• [INSTRUCTIONS TO FOLLOW]: What lines in the records below hold the string "changed"? Please show them.

BEGIN PROVIDED INFORMATION

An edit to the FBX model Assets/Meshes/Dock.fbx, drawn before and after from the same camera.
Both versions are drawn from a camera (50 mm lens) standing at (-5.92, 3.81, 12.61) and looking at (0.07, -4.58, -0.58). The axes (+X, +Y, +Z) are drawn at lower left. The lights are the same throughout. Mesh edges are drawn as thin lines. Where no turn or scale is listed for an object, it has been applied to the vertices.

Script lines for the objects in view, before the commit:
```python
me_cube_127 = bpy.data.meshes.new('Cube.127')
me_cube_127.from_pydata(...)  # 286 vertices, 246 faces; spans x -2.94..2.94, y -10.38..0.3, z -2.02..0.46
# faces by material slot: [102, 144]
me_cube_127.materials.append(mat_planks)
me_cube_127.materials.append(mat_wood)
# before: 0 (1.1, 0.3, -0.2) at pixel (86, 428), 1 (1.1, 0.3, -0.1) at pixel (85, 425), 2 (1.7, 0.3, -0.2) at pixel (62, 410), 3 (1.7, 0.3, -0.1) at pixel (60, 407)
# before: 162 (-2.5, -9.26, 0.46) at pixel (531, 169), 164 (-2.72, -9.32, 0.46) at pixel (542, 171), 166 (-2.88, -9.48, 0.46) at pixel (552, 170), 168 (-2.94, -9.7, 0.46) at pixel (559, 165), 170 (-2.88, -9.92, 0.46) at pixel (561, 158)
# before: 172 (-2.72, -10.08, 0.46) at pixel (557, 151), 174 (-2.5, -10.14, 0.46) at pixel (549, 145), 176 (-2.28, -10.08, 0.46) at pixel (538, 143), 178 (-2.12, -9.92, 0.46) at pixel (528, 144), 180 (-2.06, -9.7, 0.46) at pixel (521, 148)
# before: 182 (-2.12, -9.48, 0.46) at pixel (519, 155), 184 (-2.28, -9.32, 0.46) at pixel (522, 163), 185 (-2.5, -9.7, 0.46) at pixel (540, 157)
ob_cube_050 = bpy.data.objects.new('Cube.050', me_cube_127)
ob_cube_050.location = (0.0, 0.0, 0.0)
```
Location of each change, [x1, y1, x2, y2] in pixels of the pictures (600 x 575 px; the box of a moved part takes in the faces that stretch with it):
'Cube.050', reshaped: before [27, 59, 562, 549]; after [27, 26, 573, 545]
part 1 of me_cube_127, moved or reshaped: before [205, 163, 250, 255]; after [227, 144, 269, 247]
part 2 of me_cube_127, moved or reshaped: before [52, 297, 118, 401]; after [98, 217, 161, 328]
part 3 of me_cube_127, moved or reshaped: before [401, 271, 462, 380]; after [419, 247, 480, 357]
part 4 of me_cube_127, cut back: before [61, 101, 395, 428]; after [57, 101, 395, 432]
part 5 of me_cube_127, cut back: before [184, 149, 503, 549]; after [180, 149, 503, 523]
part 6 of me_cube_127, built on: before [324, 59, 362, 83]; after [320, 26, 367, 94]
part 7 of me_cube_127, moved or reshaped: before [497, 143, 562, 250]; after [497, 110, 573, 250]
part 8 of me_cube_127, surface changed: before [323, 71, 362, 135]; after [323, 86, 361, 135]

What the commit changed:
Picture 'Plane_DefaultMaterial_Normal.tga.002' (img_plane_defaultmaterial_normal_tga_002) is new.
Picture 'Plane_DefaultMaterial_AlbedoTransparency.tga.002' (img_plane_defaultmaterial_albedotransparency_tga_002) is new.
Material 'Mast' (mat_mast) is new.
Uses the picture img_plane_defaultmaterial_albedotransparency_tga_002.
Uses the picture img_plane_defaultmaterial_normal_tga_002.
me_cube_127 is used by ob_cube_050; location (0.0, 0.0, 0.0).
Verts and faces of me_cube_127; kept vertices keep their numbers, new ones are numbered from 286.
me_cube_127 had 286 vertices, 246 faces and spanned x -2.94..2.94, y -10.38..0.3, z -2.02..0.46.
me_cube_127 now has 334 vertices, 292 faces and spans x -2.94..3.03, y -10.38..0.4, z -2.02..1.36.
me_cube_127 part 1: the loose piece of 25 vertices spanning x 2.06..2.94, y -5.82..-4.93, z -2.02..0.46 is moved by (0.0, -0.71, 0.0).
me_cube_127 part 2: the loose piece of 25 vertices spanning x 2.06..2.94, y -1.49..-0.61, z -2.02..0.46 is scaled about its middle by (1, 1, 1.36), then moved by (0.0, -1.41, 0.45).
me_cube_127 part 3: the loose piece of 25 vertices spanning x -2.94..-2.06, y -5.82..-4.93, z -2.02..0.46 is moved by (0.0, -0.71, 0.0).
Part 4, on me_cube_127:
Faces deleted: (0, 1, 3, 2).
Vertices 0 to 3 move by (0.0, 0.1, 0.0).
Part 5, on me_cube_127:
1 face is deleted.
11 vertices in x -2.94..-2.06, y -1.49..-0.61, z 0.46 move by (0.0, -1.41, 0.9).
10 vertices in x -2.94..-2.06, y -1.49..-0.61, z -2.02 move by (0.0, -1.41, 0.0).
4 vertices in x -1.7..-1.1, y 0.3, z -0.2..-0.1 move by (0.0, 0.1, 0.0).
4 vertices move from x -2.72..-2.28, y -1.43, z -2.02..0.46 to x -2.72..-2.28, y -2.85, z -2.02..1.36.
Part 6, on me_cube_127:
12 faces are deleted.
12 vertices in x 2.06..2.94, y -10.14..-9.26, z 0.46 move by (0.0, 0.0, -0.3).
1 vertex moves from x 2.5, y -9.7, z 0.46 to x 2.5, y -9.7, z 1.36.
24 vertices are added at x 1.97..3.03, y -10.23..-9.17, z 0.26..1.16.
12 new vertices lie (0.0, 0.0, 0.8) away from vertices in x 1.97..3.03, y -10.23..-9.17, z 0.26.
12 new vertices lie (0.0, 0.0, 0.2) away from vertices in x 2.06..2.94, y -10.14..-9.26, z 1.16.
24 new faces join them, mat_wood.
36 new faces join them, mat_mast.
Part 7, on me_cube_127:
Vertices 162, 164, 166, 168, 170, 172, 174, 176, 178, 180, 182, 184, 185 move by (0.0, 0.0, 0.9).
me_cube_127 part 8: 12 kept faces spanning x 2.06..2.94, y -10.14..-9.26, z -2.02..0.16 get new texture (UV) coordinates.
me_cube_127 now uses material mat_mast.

END PROVIDED INFORMATION

• [YOUR RESPONSE]:
part 8 of me_cube_127, surface changed: before [323, 71, 362, 135]; after [323, 86, 361, 135]
What the commit changed:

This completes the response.